Nicola De Maio, Conor Walker, Nick Goldman
European Molecular Biology Laboratory, European Bioinformatics Institute, Hinxton, Cambridgeshire, United Kingdom.

Summary

After our initial post, we worked to improve our analyses. First, we included the new genomes and the metadata available from GISAID on 17th May 2020. Then, following the finding of recurrent sequencing artefacts at positions 24389-24390, we masked these positions, and we paid more attention to variants that are in proximity to each other and linked: such sequencing errors would have more potential to cause topological errors and thus avoid detection and cause misinterpretation of other variants as homoplasic. We also used information from frequent ambiguous bases present in multiple consensus sequences within the same alignment column. These ambiguities usually mark positions that show multiple alleles within the same sample, and therefore can be indicators of recurring within-host mutations or recurring sequencing artefacts.
The new masking recommendations are summarized in our VCF file: see our separate post Masking strategies for SARS-CoV-2 alignments , the VCF file itself https://github.com/W-L/ProblematicSites_SARS-CoV2/blob/master/problematic_sites_sarsCov2.vcf , and the same file in human readable format https://github.com/W-L/ProblematicSites_SARS-CoV2 .

Highly homoplasic sites

We still advise masking positions 11074, 11083, 16887, 21575 when inferring a phylogeny or testing for positive selection, as it is not clear if variants at these positions emerge from true frequent mutations or from sequencing artefacts.

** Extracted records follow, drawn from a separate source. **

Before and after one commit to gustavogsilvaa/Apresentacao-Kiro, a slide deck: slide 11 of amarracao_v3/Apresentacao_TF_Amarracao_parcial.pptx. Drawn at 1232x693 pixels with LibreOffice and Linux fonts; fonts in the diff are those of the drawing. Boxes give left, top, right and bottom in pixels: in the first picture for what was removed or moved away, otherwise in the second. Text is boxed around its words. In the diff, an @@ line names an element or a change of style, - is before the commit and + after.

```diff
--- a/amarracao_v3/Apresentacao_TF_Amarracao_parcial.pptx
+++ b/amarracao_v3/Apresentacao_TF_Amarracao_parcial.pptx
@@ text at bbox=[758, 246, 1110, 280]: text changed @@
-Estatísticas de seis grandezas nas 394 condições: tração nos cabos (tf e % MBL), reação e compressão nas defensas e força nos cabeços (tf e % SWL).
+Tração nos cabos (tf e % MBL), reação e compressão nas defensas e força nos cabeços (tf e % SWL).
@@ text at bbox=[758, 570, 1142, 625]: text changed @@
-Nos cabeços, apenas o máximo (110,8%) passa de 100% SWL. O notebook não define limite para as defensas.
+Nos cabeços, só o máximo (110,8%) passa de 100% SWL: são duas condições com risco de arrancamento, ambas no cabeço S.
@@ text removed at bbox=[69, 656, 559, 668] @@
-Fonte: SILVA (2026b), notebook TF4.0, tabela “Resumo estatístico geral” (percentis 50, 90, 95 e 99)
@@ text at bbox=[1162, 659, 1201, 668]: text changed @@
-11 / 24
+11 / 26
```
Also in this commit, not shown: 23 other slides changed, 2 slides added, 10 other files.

However, because they are highly homoplasic (appearing to emerge many times independently) they have the potential to bias phylogenetic inference, while providing only limited phylogenetic signal.

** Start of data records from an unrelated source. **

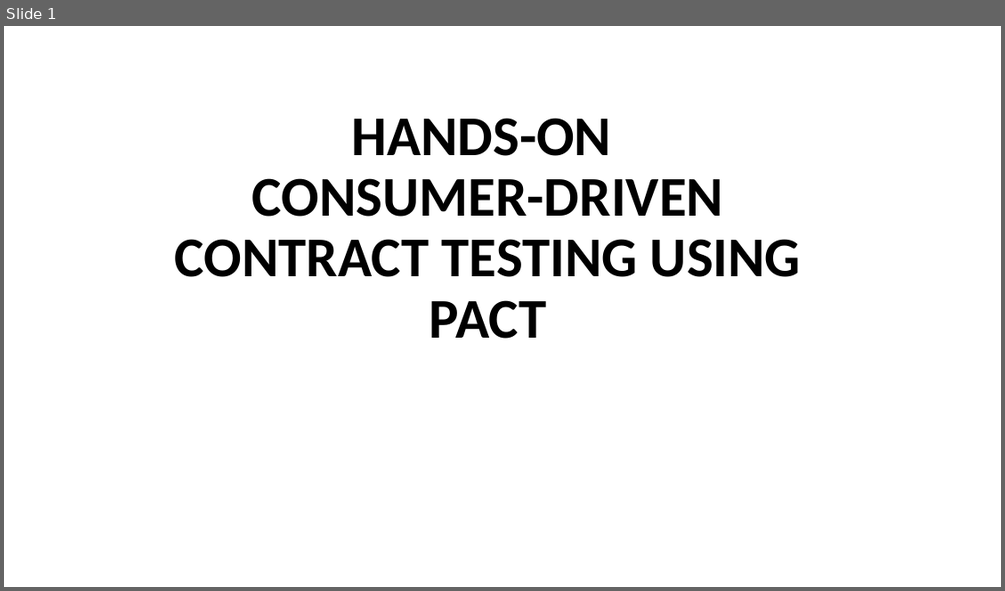
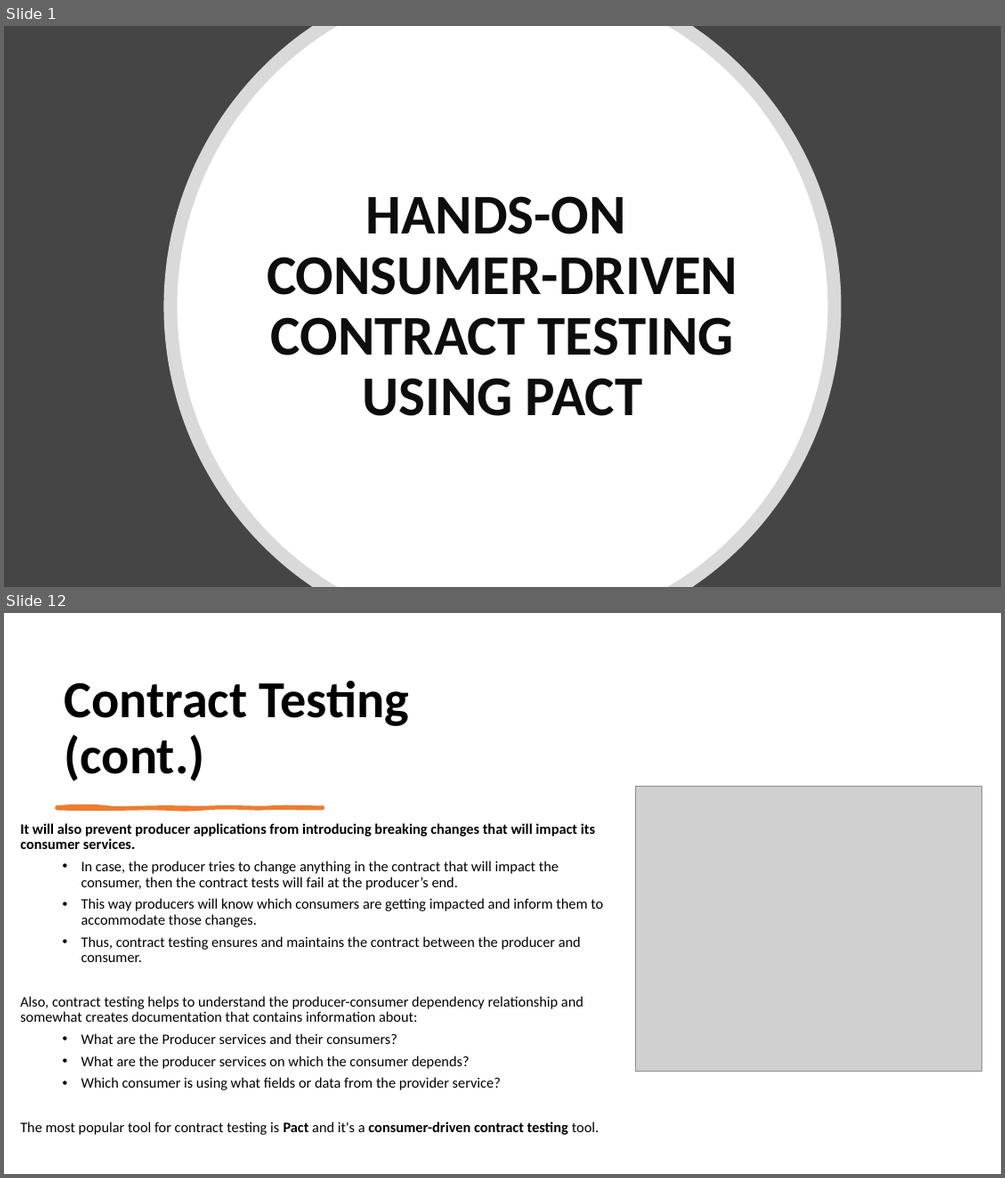
Before and after one commit to Kiranmoy/SpringBootRestService, a slide deck: setup-guide/Hands-on Pact.pptx. Shown one above the other, each under a label of ours: slide 1 before the commit, slides 1 and 12 after it; the slides between them are not shown. The pictures are 1005x591 and 1005x1178 pixels, drawn with LibreOffice and Linux fonts; fonts in the diff are those of the drawing; grey boxes stand for pictures. Boxes give left, top, right and bottom in pixels: in the first picture for what was removed or moved away, otherwise in the second. Text is boxed around its words. In the diff, an @@ line names an element or a change of style, - is before the commit and + after.

Commit message:
finalized PPT design and completed session 1 & 2 slides

```diff
--- a/setup-guide/Hands-on Pact.pptx
+++ b/setup-guide/Hands-on Pact.pptx
@@ slide 12 added at box(4, 613, 1001, 1174), background #FFFFFF @@
@@ title added at box(64, 681, 410, 781), 50 pt, text #000000, bold @@
+Contract Testing (cont.)
@@ picture added at box(636, 787, 982, 1070) @@
@@ text added at box(20, 823, 603, 1135), 14 pt, text #000000 @@
+It will also prevent producer applications from introducing breaking changes that will impact its consumer services.
+  • In case, the producer tries to change anything in the contract that will impact the consumer, then the contract tests will fail at the producer’s end.
+  • This way producers will know which consumers are getting impacted and inform them to accommodate those changes.
+  • Thus, contract testing ensures and maintains the contract between the producer and consumer.
+Also, contract testing helps to understand the producer-consumer dependency relationship and somewhat creates documentation that contains information about:
+  • What are the Producer services and their consumers?
+  • What are the producer services on which the consumer depends?
+  • Which consumer is using what fields or data from the provider service?
+The most popular tool for contract testing is Pact and it's a consumer-driven contract testing tool.
@@ freeform shape added at box(57, 807, 323, 809), fill #ED7D31, outline #ED7D31 3 pt @@
@@ slide 1 changed as well @@
@@ background #FFFFFF to #454545 @@
@@ freeform shape added at box(164, 26, 841, 587), fill #FFFFFF at 80% opacity @@
@@ freeform shape added at box(178, 26, 828, 587), fill #FFFFFF @@
@@ title "HANDS-ON CONSUMER-DRIVEN CONTRACT TESTING USING ...": place and size @@
-title "HANDS-ON CONSUMER-DRIVEN CONTRACT TESTING USING ..." at box(175, 118, 801, 338)
+title "HANDS-ON CONSUMER-DRIVEN CONTRACT TESTING USING ..." at box(267, 196, 737, 416)
@@ title "HANDS-ON CONSUMER-DRIVEN CONTRACT TESTING USING ..." at box(267, 196, 737, 416): text colour #000000 to #0D0D0D; vertical alignment bottom to middle @@
```
Also in this commit, not shown: 9 other slides changed, 14 other slides added, 2 slides removed.

Sites with ambiguous characters

We find sites that have high proportions of ambiguity characters while also showing patterns of variants and ambiguity that are specific to one country or sequencing lab. The most extreme of these positions are 19484 where 222 ambiguities were observed, and 8022, where 62 ambiguous characters were observed. We suggest masking these positions, because while some level of within-host polymorphism is expected due to within-host mutations, mixed infections and contamination, a high number of ambiguities (in particular at sites with low diversity) can be a sign or recurring mutations or sequencing artefacts.

The full list of sites we recommend masking because of ambiguous characters is:

  • 635 (9 variant bases and 6 ambiguous bases, found particularly in UK sequences by COG-UK)
  • 2091 (9 variant and 6 ambiguous, enriched from India, NCDC)
  • 2094 (6 variant and 6 ambiguous, enriched from Belgium KU Leuven and India NCDC)
  • 3564 (46 variant and 15 ambiguous, enriched from Australia VIDRL)
  • 6869 (4 variant and 12 ambiguous, enriched from Italy Caporale)
  • 8022 (9 variant and 62 ambiguous, enriched from India NCDC, Belgium KU Leuven)
  • 8790 (11 variant and 6 ambiguous, enriched from Australia VIDRL)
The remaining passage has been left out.